### DIRECTIONS FOR THIS TASK:
Return the data below exactly, please, but drop the pictures.

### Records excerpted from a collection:
# # #

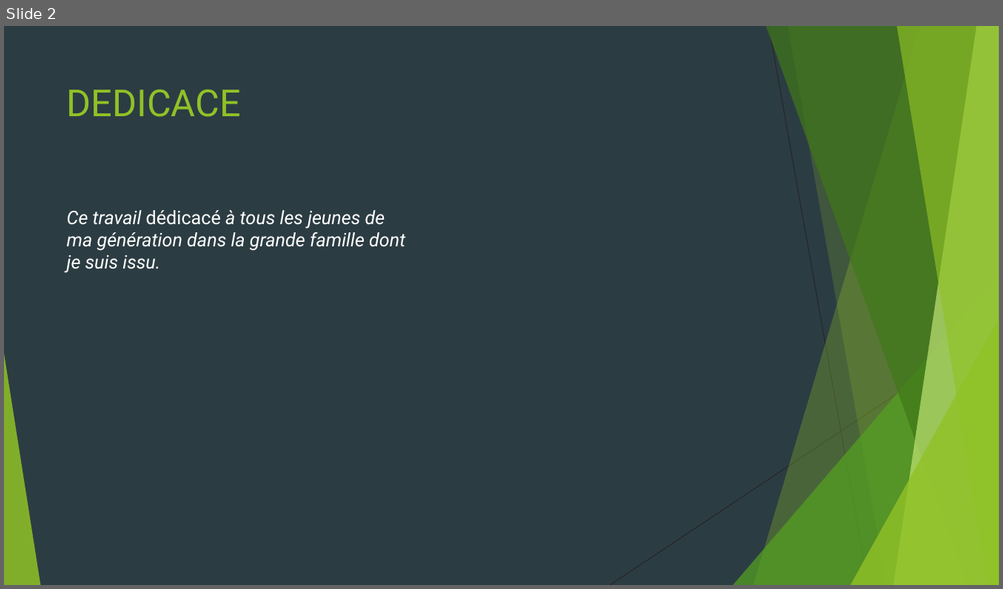
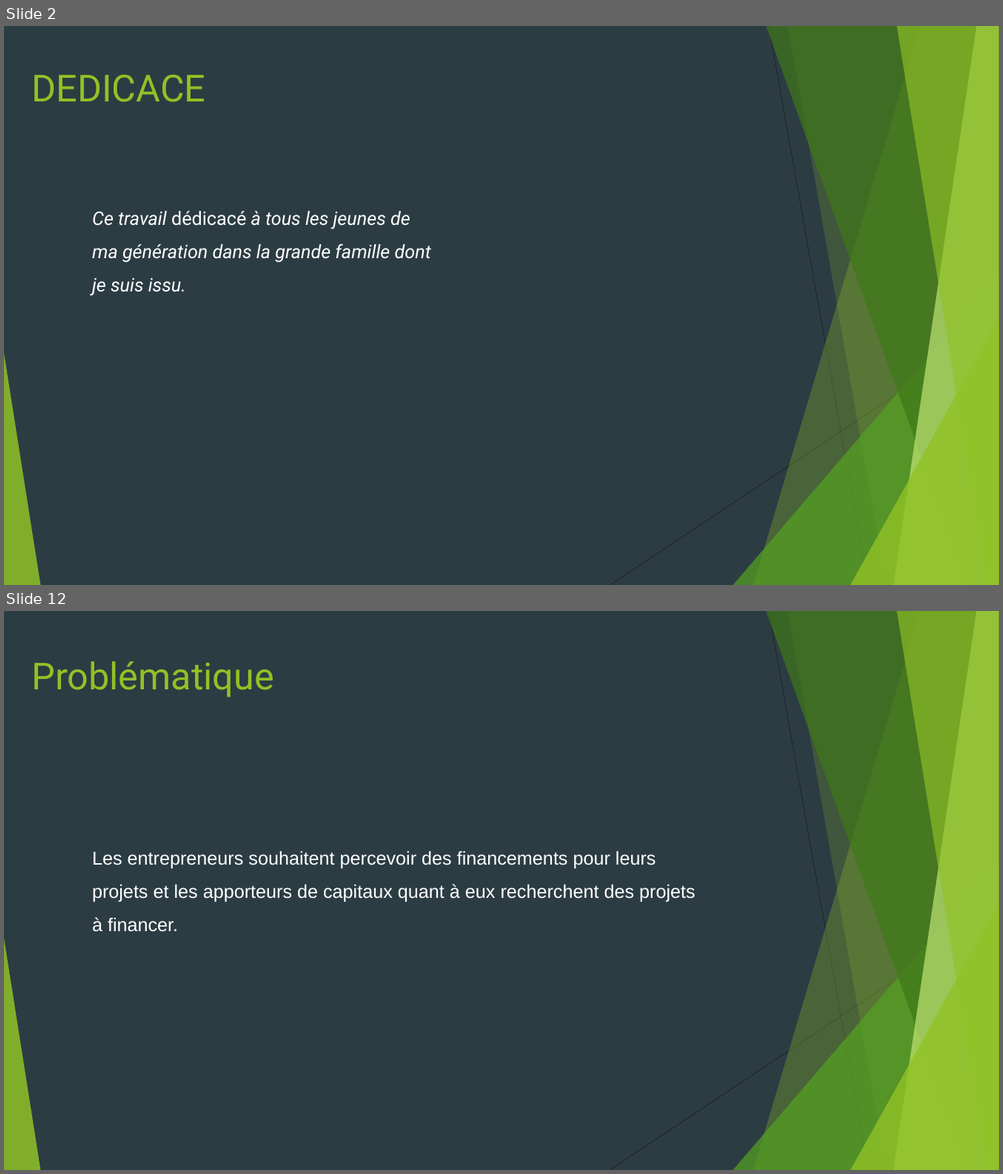
Before and after one commit to HeroNational/crowdfunding-App, a slide deck: rapport de stage/RApport de stage Slides.pptx. Shown one above the other, each under a label of ours: slide 2 before the commit, slides 2 and 12 after it; the slides between them are not shown. The pictures are 1003x589 and 1003x1174 pixels, drawn with LibreOffice and Linux fonts; fonts in the diff are those of the drawing. Boxes give left, top, right and bottom in pixels: in the first picture for what was removed or moved away, otherwise in the second. Text is boxed around its words. In the diff, an @@ line names an element or a change of style, - is before the commit and + after.

```diff
--- a/rapport de stage/RApport de stage Slides.pptx
+++ b/rapport de stage/RApport de stage Slides.pptx
@@ slide 12 added at <box>4,611,999,1170</box>, background #2C3C43; not listed: 10 template elements that a slide beside it also shows @@
@@ text added at <box>31,661,274,697</box>, 36 pt, text #90C226 @@
+Problématique
@@ text added at <box>92,851,695,932</box>, 18 pt, text #FFFFFF @@
+Les entrepreneurs souhaitent percevoir des financements pour leurs projets et les apporteurs de capitaux quant à eux recherchent des projets à financer.
@@ slide 2 changed as well @@
@@ title "DEDICACE": place and size @@
-title "DEDICACE" at <box>67,90,241,117</box>
+title "DEDICACE" at <box>31,75,205,102</box>
@@ text "Ce travail dédicacé à tous ...": place and size @@
-text "Ce travail dédicacé à tous ..." at <box>67,210,405,272</box>
+text "Ce travail dédicacé à tous ..." at <box>92,211,431,295</box>
@@ text "Ce travail dédicacé à tous ..." at <box>92,211,431,295</box>: line spacing 1 to 1.5 @@
```
Also in this commit, not shown: 1 other slide changed, 10 other slides added, 4 other files.
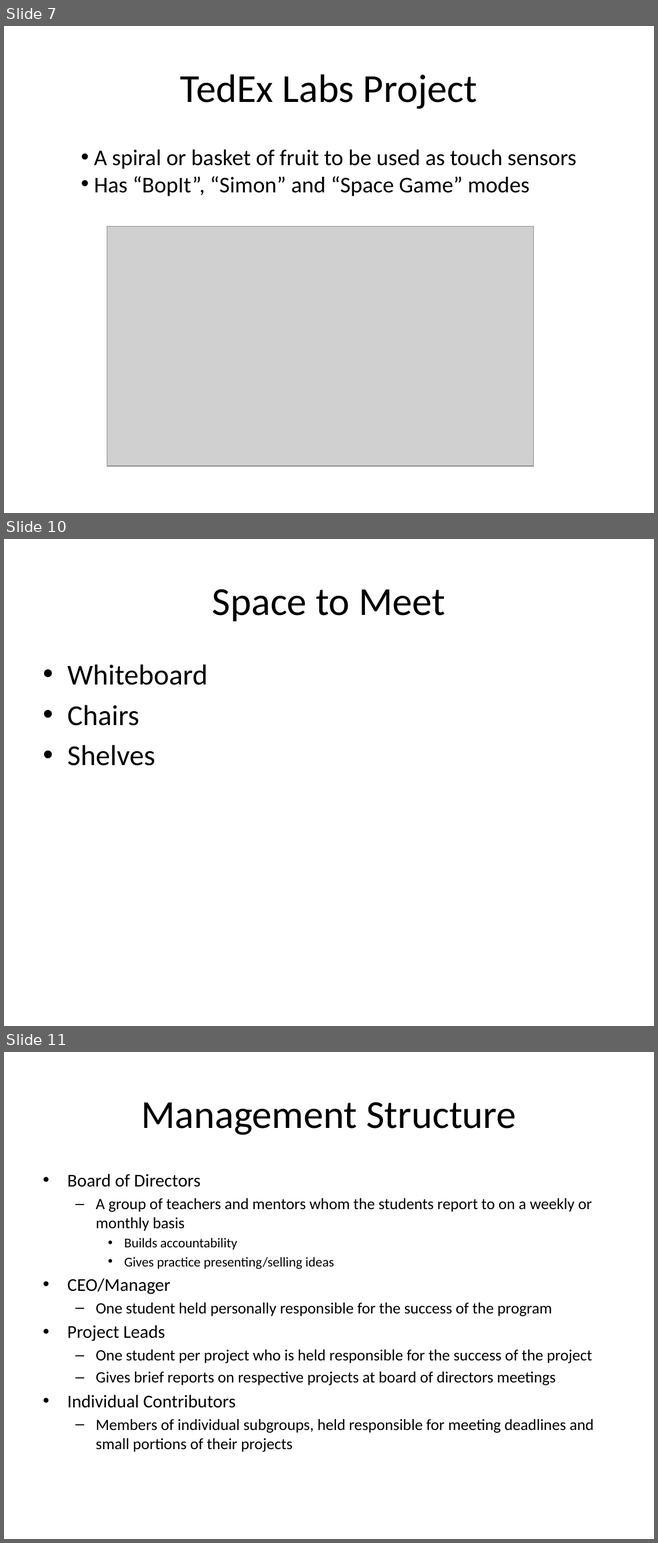
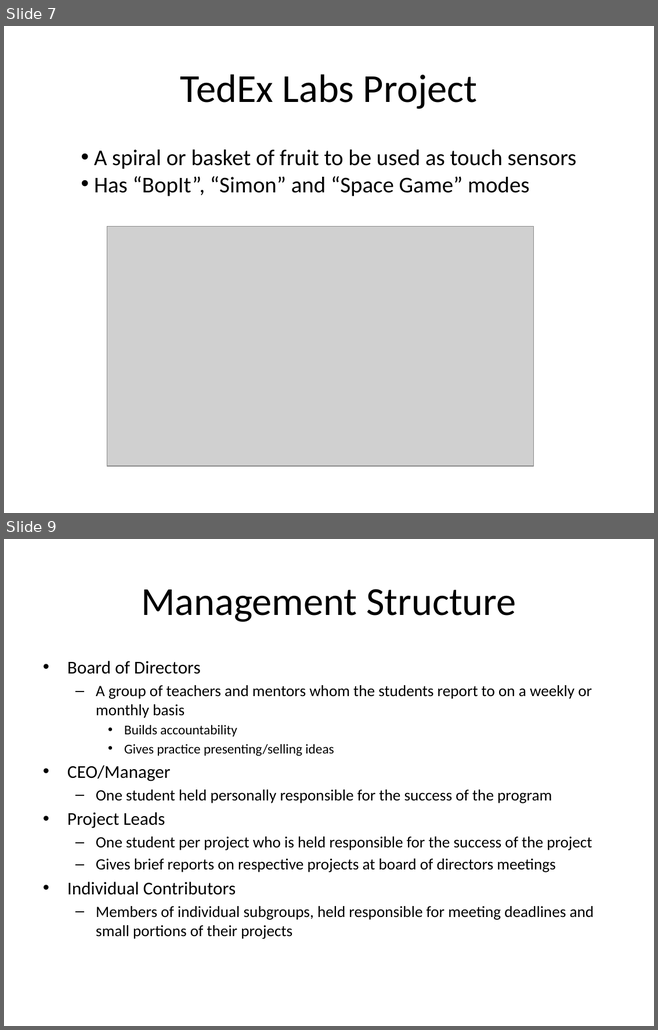
Before and after one commit to ChapResearch/ChapR, a slide deck: ChaprSVN/Promo/Chap Research 2015 Kickoff Presentation.pptx. Shown one above the other, each under a label of ours: slides 7, 10 and 11 before the commit, slides 7 and 9 after it; the slides between them are not shown. The pictures are 658x1543 and 658x1030 pixels, drawn with LibreOffice and Linux fonts; fonts in the diff are those of the drawing; grey boxes stand for pictures. Boxes give left, top, right and bottom in pixels: in the first picture for what was removed or moved away, otherwise in the second. Text is boxed around its words. In the diff, an @@ line names an element or a change of style, - is before the commit and + after.

```diff
--- a/ChaprSVN/Promo/Chap Research 2015 Kickoff Presentation.pptx
+++ b/ChaprSVN/Promo/Chap Research 2015 Kickoff Presentation.pptx
@@ slide 10 removed at bbox=[4, 539, 654, 1026], background #FFFFFF @@
@@ title removed at bbox=[212, 589, 445, 621] @@
-Space to Meet
@@ text removed at bbox=[67, 664, 208, 766] @@
-• Whiteboard
-• Chairs
-• Shelves
@@ what was slide 11 is now slide 9 @@
```
Also in this commit, not shown: 1 slide changed, 1 other slide removed, 2 other files.
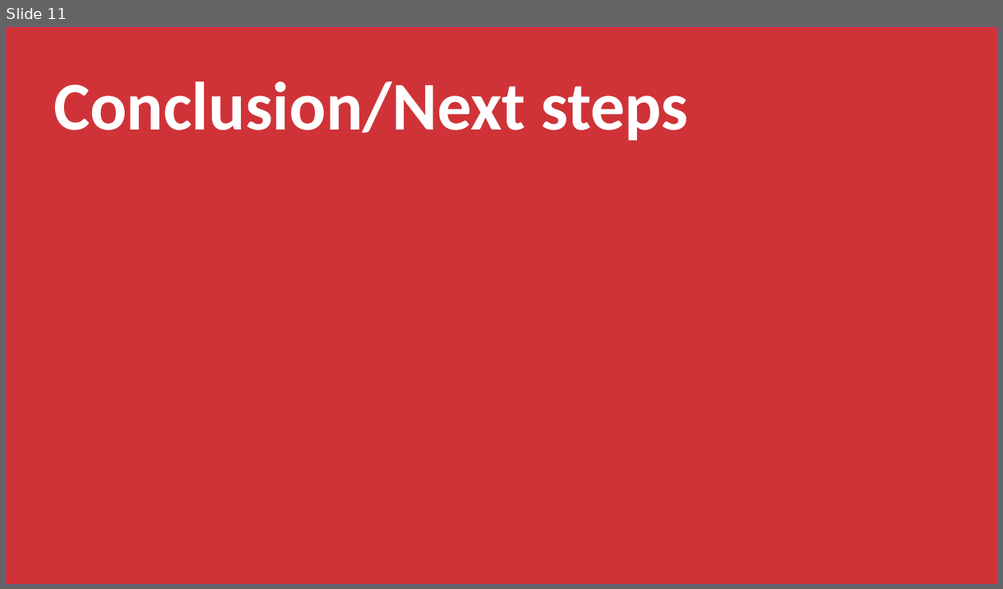
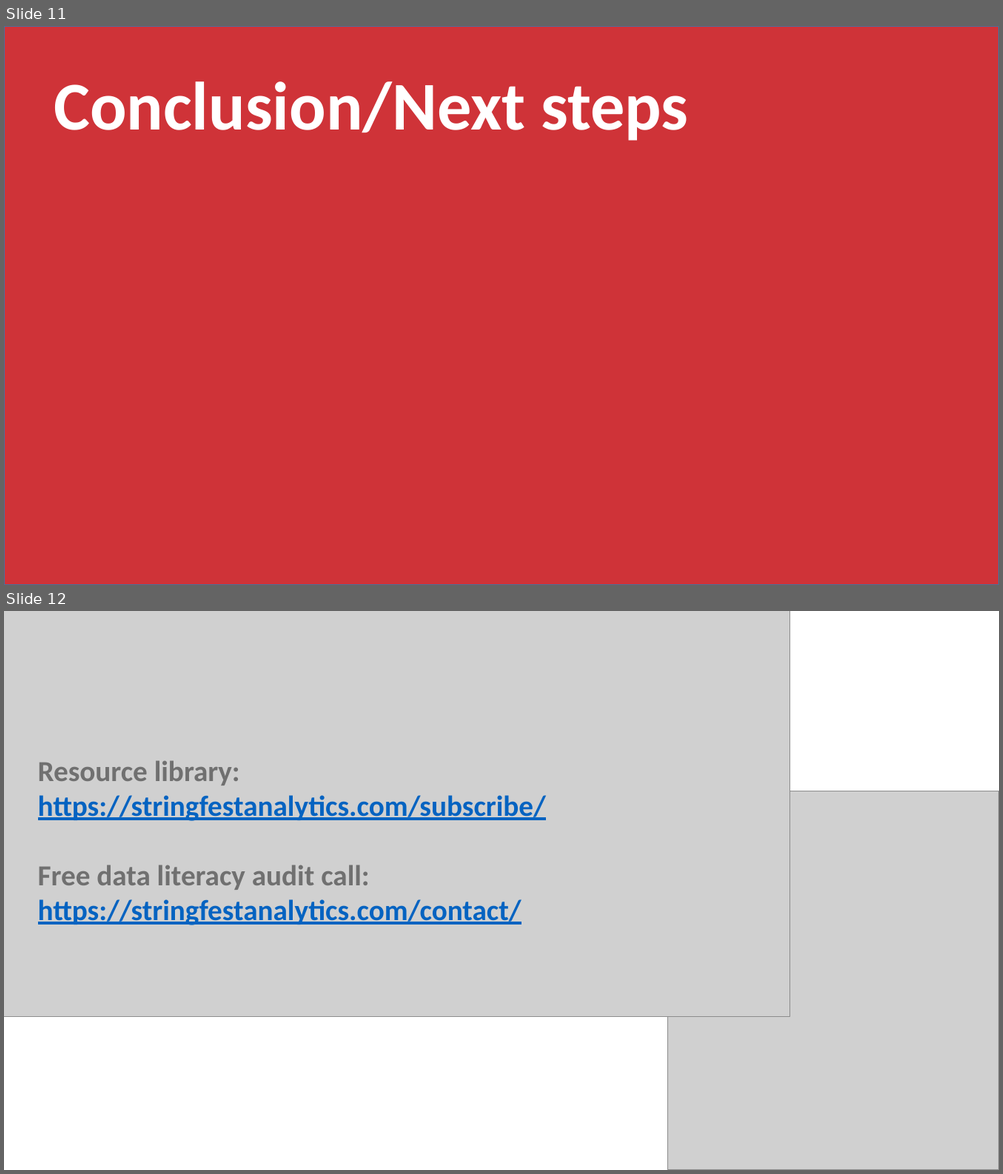
Before and after one commit to stringfestdata/five-tips-virtual-excel-instruction, a slide deck: top-tips-teaching-excel-online.pptx. Shown one above the other, each under a label of ours: slide 11 before the commit, slides 11 and 12 after it. The pictures are 1003x589 and 1003x1174 pixels, drawn with LibreOffice and Linux fonts; fonts in the diff are those of the drawing; grey boxes stand for pictures. Boxes give left, top, right and bottom in pixels: in the first picture for what was removed or moved away, otherwise in the second. Text is boxed around its words. In the diff, an @@ line names an element or a change of style, - is before the commit and + after.

```diff
--- a/top-tips-teaching-excel-online.pptx
+++ b/top-tips-teaching-excel-online.pptx
@@ slide 12 added at (4, 611, 999, 1170), background #FFFFFF @@
@@ picture added at (4, 611, 790, 1017) @@
@@ text added at (38, 760, 546, 925), 28 pt, text #0563C1, bold, underline @@
+Resource library: https://stringfestanalytics.com/subscribe/
+Free data literacy audit call:
+https://stringfestanalytics.com/contact/
@@ picture added at (668, 792, 999, 1170) @@
```
Also in this commit, not shown: 5 slides changed, 1 other slide added, 8 other files.

# # #

### RESPONSE TO THIS TASK:
Before and after one commit to HeroNational/crowdfunding-App, a slide deck: rapport de stage/RApport de stage Slides.pptx. Shown one above the other, each under a label of ours: slide 2 before the commit, slides 2 and 12 after it; the slides between them are not shown. The pictures are 1003x589 and 1003x1174 pixels, drawn with LibreOffice and Linux fonts; fonts in the diff are those of the drawing. Boxes give left, top, right and bottom in pixels: in the first picture for what was removed or moved away, otherwise in the second. Text is boxed around its words. In the diff, an @@ line names an element or a change of style, - is before the commit and + after.

```diff
--- a/rapport de stage/RApport de stage Slides.pptx
+++ b/rapport de stage/RApport de stage Slides.pptx
@@ slide 12 added at <box>4,611,999,1170</box>, background #2C3C43; not listed: 10 template elements that a slide beside it also shows @@
@@ text added at <box>31,661,274,697</box>, 36 pt, text #90C226 @@
+Problématique
@@ text added at <box>92,851,695,932</box>, 18 pt, text #FFFFFF @@
+Les entrepreneurs souhaitent percevoir des financements pour leurs projets et les apporteurs de capitaux quant à eux recherchent des projets à financer.
@@ slide 2 changed as well @@
@@ title "DEDICACE": place and size @@
-title "DEDICACE" at <box>67,90,241,117</box>
+title "DEDICACE" at <box>31,75,205,102</box>
@@ text "Ce travail dédicacé à tous ...": place and size @@
-text "Ce travail dédicacé à tous ..." at <box>67,210,405,272</box>
+text "Ce travail dédicacé à tous ..." at <box>92,211,431,295</box>
@@ text "Ce travail dédicacé à tous ..." at <box>92,211,431,295</box>: line spacing 1 to 1.5 @@
```
Also in this commit, not shown: 1 other slide changed, 10 other slides added, 4 other files.
Before and after one commit to ChapResearch/ChapR, a slide deck: ChaprSVN/Promo/Chap Research 2015 Kickoff Presentation.pptx. Shown one above the other, each under a label of ours: slides 7, 10 and 11 before the commit, slides 7 and 9 after it; the slides between them are not shown. The pictures are 658x1543 and 658x1030 pixels, drawn with LibreOffice and Linux fonts; fonts in the diff are those of the drawing; grey boxes stand for pictures. Boxes give left, top, right and bottom in pixels: in the first picture for what was removed or moved away, otherwise in the second. Text is boxed around its words. In the diff, an @@ line names an element or a change of style, - is before the commit and + after.

```diff
--- a/ChaprSVN/Promo/Chap Research 2015 Kickoff Presentation.pptx
+++ b/ChaprSVN/Promo/Chap Research 2015 Kickoff Presentation.pptx
@@ slide 10 removed at bbox=[4, 539, 654, 1026], background #FFFFFF @@
@@ title removed at bbox=[212, 589, 445, 621] @@
-Space to Meet
@@ text removed at bbox=[67, 664, 208, 766] @@
-• Whiteboard
-• Chairs
-• Shelves
@@ what was slide 11 is now slide 9 @@
```
Also in this commit, not shown: 1 slide changed, 1 other slide removed, 2 other files.
Before and after one commit to stringfestdata/five-tips-virtual-excel-instruction, a slide deck: top-tips-teaching-excel-online.pptx. Shown one above the other, each under a label of ours: slide 11 before the commit, slides 11 and 12 after it. The pictures are 1003x589 and 1003x1174 pixels, drawn with LibreOffice and Linux fonts; fonts in the diff are those of the drawing; grey boxes stand for pictures. Boxes give left, top, right and bottom in pixels: in the first picture for what was removed or moved away, otherwise in the second. Text is boxed around its words. In the diff, an @@ line names an element or a change of style, - is before the commit and + after.

```diff
--- a/top-tips-teaching-excel-online.pptx
+++ b/top-tips-teaching-excel-online.pptx
@@ slide 12 added at (4, 611, 999, 1170), background #FFFFFF @@
@@ picture added at (4, 611, 790, 1017) @@
@@ text added at (38, 760, 546, 925), 28 pt, text #0563C1, bold, underline @@
+Resource library: https://stringfestanalytics.com/subscribe/
+Free data literacy audit call:
+https://stringfestanalytics.com/contact/
@@ picture added at (668, 792, 999, 1170) @@
```
Also in this commit, not shown: 5 slides changed, 1 other slide added, 8 other files.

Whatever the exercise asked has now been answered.